What are some tips? What do you shoot in the winter? Do you live in a place with a pretty winter or do you have to make do?

Should I just take a long nap until spring?


----------



## neuroanatomist (Feb 2, 2012)

I recommend macro photography...you can almost always find interesting textures on bleak subjects, or buy a flower arrangement and shoot it indoors.


----------



## unfocused (Feb 2, 2012)

Read these four books:


The Photographer’s Eye, by John Szarkowski;
The Nature of Photographs, by Stephen Shore;
Why People Photograph, by Robert Adams;
Beauty in Photography, by Robert Adams.

Then read them again. Then read them at least once a year. 
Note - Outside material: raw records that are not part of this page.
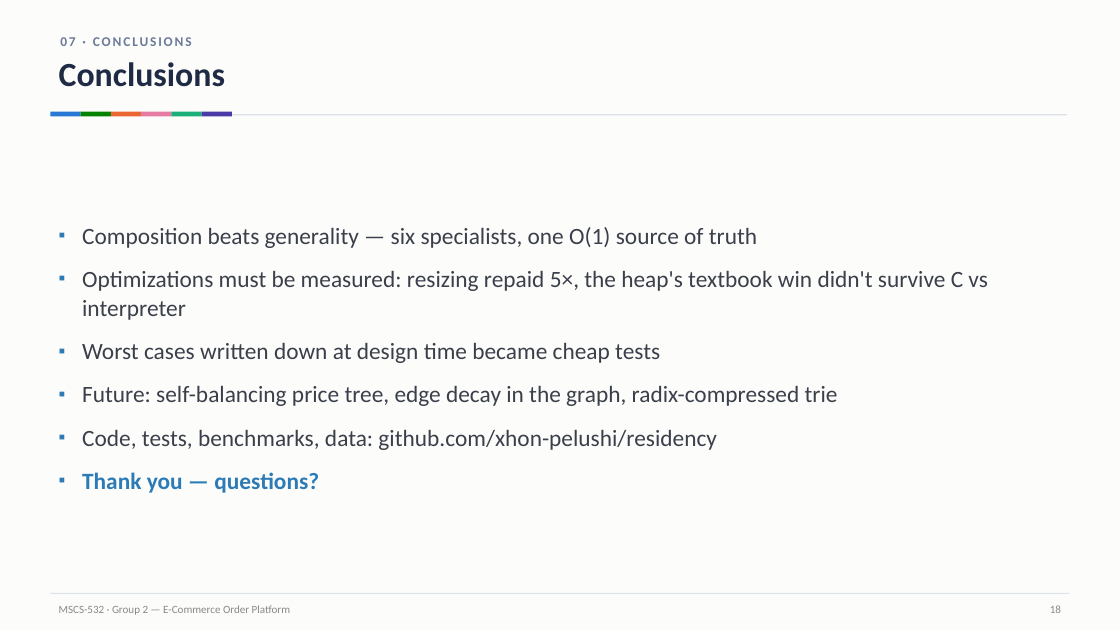
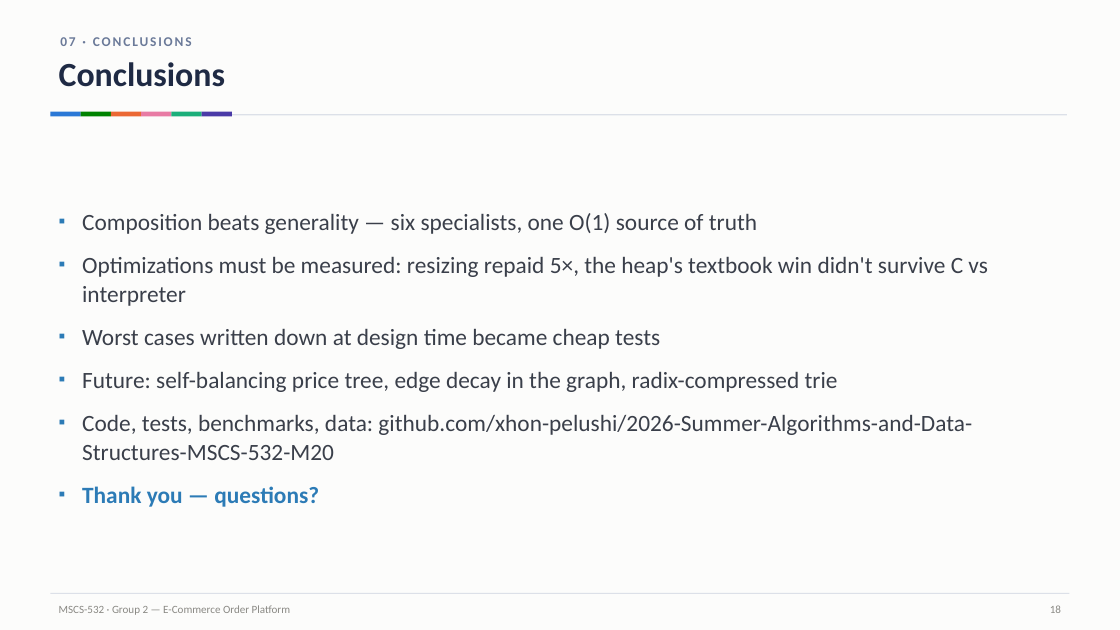
Before and after one commit to xhon-pelushi/2026-Summer-Algorithms-and-Data-Structures-MSCS-532-M20, a slide deck: slide 18 of residency/deliverables/Deliverable 4/Group2_Project_Presentation_MSCS532.pptx. Drawn at 1120x630 pixels with LibreOffice and Linux fonts; fonts in the diff are those of the drawing. Boxes give left, top, right and bottom in pixels: in the first picture for what was removed or moved away, otherwise in the second. Text is boxed around its words. In the diff, an @@ line names an element or a change of style, - is before the commit and + after.

Commit message:
Point embedded repository links at this repo
The reports and presentation referenced the retired standalone
residency repository; regenerated so the URL on the conclusions slide
and in the report introductions resolves here.

```diff
--- a/residency/deliverables/Deliverable 4/Group2_Project_Presentation_MSCS532.pptx
+++ b/residency/deliverables/Deliverable 4/Group2_Project_Presentation_MSCS532.pptx
@@ text at box(82, 415, 972, 460): text changed @@
-▪ Code, tests, benchmarks, data: github.com/xhon-pelushi/residency
+▪ Code, tests, benchmarks, data: github.com/xhon-pelushi/2026-Summer-Algorithms-and-Data-Structures-MSCS-532-M20
```
Also in this commit, not shown: 2 other files.
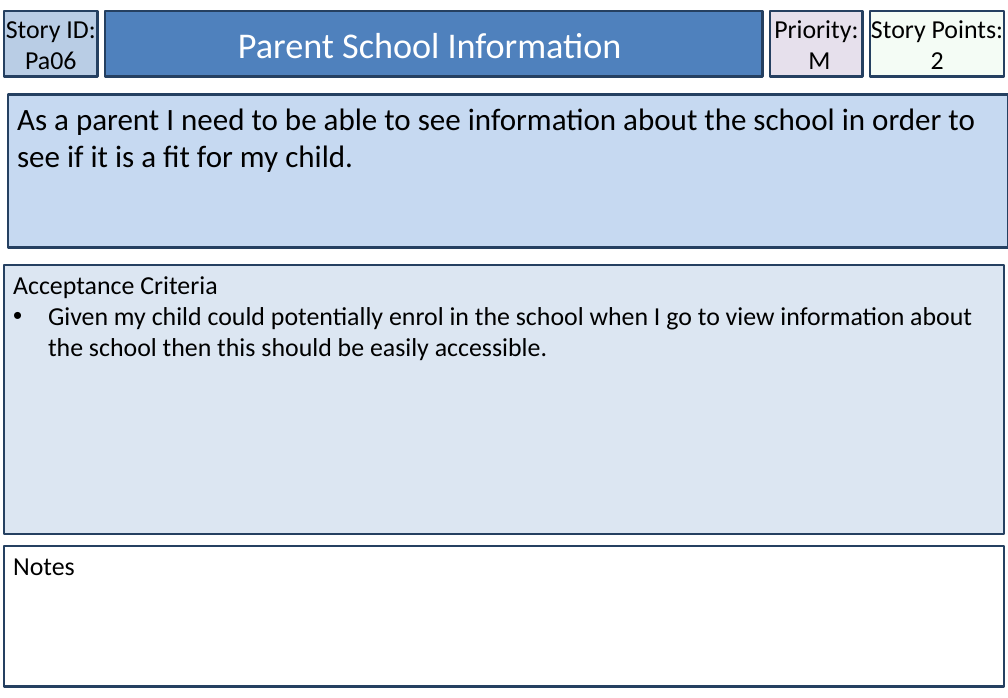
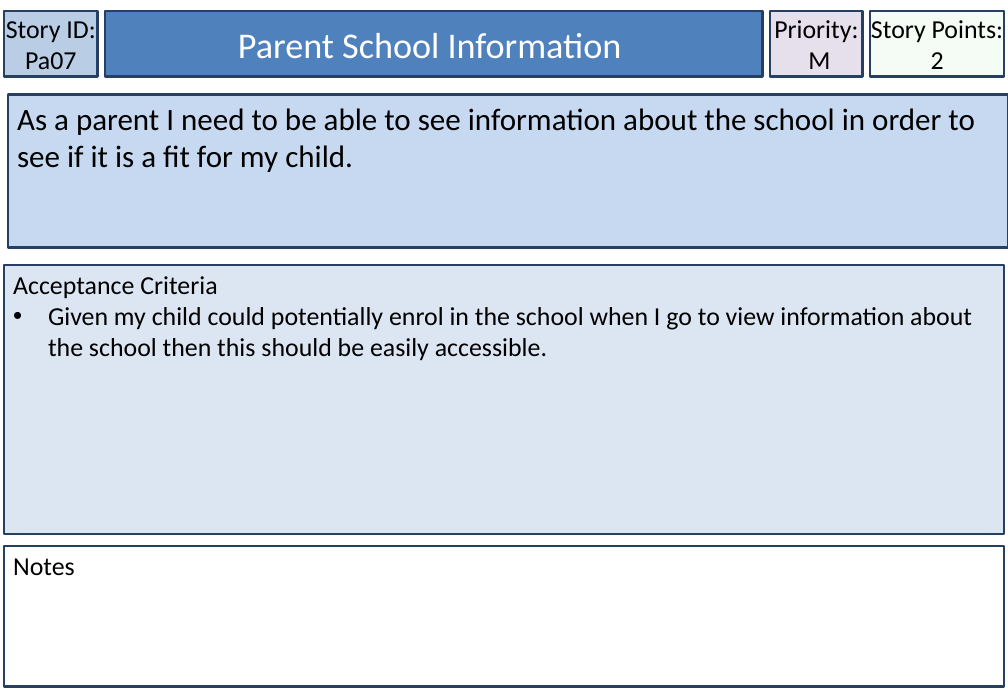
Before and after one commit to MichaelDevenish/IFB299MusicSchool, a slide deck: slide 38 of Documentation/Accpetance Criteria & User Stories/User Stories Final Format.pptx. Drawn at 1008x698 pixels with LibreOffice and Linux fonts; fonts in the diff are those of the drawing. Boxes give left, top, right and bottom in pixels: in the first picture for what was removed or moved away, otherwise in the second. Text is boxed around its words. In the diff, an @@ line names an element or a change of style, - is before the commit and + after.

Commit message:
finalised sprint plan

```diff
--- a/Documentation/Accpetance Criteria & User Stories/User Stories Final Format.pptx
+++ b/Documentation/Accpetance Criteria & User Stories/User Stories Final Format.pptx
@@ text in rectangle at [6,21,95,76]: text changed @@
-Story ID: Pa06
+Story ID: Pa07
```

They are short, but profound. They will give you a lifetime's worth of insights and thoughts that will make you a better photographer if you actually absorb all the lessons each one contains. Fortunately, or perhaps not so fortunately, it would take several lifetimes to really absorb all the lessons.


----------



## JR (Feb 2, 2012)

I also recommend having a kid: it certainly fill all those boring moments with life (lol)...and they always provide you with plenty of opportunity to take pictures....but of course you would not simply have a kid because they are cool to take pictures of...just trying to light up your boring winter with humor here...

8)


----------



## EYEONE (Feb 2, 2012)

JR said:


> I also recommend having a kid: it certainly fill all those boring moments with life (lol)...and they always provide you with plenty of opportunity to take pictures....but of course you would not simply have a kid because they are cool to take pictures of...just trying to light up your boring winter with humor here...
> 
> 8)



Ha, good point. I'm getting married in a month so I'll be sure to get right on that.


----------



## tron (Feb 2, 2012)

How about weekends? Maybe you can find some time to go somewhere while there is still light.


----------



## Mt Spokane Photography (Feb 2, 2012)

I live up North of Spokane, Washington, and its miserable weather right now, it is snowing today, but was 46 degrees a day ago. The ground is frozen solid, and we have huge puddles of water to wade thru two or three inches deep with a inch of ice on the ground underneath. That ice does not melt because the ground is frozen two feet or more deep. If I went walking around with my camera, as clumsy as I am, it would be smashed in 10 minutes. We do have lots of evergreen trees, but no grass or other greenery left. We have hay and grain for our farm animals, and shelter from the rain and snow, but you can tell they do not like it when its like this. 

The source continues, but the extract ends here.